**Records from a dataset**.
============
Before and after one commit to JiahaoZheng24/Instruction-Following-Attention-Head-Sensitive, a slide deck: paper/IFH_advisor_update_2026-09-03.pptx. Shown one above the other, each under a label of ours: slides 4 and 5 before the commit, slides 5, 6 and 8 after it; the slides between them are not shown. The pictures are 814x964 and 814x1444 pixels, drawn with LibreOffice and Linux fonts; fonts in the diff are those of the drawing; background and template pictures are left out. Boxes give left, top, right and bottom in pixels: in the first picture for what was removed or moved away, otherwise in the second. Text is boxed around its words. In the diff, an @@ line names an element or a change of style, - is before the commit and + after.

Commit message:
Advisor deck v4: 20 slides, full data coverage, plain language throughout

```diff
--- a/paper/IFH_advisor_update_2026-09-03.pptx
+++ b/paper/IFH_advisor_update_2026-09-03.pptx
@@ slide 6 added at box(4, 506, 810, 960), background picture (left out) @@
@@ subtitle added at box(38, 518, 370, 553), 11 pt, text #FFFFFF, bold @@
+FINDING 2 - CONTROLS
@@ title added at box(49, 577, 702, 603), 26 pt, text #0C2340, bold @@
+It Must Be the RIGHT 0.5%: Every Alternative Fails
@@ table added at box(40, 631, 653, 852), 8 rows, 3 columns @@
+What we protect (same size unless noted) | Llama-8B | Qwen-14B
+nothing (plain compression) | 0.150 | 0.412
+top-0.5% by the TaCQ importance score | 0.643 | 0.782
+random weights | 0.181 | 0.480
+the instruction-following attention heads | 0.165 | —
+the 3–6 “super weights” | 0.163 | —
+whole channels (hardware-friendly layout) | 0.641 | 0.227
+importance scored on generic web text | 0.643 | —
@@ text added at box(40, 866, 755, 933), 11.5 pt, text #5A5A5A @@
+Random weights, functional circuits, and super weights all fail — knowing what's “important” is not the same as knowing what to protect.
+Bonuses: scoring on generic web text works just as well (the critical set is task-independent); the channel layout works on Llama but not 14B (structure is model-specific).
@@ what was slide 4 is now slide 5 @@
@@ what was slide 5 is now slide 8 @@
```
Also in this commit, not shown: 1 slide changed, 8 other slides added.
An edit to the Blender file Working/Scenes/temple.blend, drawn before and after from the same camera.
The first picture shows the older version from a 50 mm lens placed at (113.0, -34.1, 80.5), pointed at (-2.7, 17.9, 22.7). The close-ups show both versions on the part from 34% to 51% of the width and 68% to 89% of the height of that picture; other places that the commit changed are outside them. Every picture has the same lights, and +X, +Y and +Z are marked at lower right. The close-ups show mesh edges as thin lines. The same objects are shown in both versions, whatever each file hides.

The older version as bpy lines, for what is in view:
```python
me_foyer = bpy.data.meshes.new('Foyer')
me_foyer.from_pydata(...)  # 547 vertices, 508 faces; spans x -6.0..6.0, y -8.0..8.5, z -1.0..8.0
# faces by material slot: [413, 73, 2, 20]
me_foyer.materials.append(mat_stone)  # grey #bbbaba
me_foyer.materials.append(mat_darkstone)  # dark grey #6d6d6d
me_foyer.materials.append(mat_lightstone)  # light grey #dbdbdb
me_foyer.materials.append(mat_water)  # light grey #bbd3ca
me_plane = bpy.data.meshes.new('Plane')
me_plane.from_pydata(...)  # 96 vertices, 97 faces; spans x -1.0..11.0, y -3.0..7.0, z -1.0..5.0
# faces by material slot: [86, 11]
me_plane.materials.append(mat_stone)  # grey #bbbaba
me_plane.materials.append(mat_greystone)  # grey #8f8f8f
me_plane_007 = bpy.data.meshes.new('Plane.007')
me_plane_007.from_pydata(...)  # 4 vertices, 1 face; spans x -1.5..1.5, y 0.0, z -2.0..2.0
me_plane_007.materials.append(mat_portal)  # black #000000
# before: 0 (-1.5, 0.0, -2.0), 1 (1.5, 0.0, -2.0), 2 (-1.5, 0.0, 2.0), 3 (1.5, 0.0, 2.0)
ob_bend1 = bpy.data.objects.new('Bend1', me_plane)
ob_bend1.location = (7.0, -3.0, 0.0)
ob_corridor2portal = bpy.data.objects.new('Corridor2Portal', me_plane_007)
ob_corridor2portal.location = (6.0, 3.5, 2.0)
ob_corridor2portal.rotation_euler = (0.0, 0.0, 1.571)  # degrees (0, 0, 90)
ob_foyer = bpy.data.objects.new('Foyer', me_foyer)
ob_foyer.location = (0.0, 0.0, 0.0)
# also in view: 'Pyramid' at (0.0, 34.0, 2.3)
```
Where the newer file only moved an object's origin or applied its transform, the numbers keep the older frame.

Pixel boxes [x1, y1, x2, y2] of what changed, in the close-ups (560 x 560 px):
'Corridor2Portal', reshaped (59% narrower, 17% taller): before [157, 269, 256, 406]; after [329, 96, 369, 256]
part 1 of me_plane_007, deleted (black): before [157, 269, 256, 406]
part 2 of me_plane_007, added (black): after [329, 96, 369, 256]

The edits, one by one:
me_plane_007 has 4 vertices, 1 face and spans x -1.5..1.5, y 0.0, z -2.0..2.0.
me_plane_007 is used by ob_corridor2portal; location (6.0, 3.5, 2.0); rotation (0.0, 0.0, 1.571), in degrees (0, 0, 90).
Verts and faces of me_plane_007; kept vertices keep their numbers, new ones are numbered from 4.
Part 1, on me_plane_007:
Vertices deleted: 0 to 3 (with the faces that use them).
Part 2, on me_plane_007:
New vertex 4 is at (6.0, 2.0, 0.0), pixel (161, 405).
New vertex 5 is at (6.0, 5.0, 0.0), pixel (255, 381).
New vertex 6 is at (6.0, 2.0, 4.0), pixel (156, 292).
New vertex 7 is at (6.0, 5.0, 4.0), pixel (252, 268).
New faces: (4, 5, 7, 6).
============
**Goal of the exercise**.
The answer is each line from the entries above in which the word "drawn" occurs.

**Answer for this exercise**.
Before and after one commit to JiahaoZheng24/Instruction-Following-Attention-Head-Sensitive, a slide deck: paper/IFH_advisor_update_2026-09-03.pptx. Shown one above the other, each under a label of ours: slides 4 and 5 before the commit, slides 5, 6 and 8 after it; the slides between them are not shown. The pictures are 814x964 and 814x1444 pixels, drawn with LibreOffice and Linux fonts; fonts in the diff are those of the drawing; background and template pictures are left out. Boxes give left, top, right and bottom in pixels: in the first picture for what was removed or moved away, otherwise in the second. Text is boxed around its words. In the diff, an @@ line names an element or a change of style, - is before the commit and + after.
An edit to the Blender file Working/Scenes/temple.blend, drawn before and after from the same camera.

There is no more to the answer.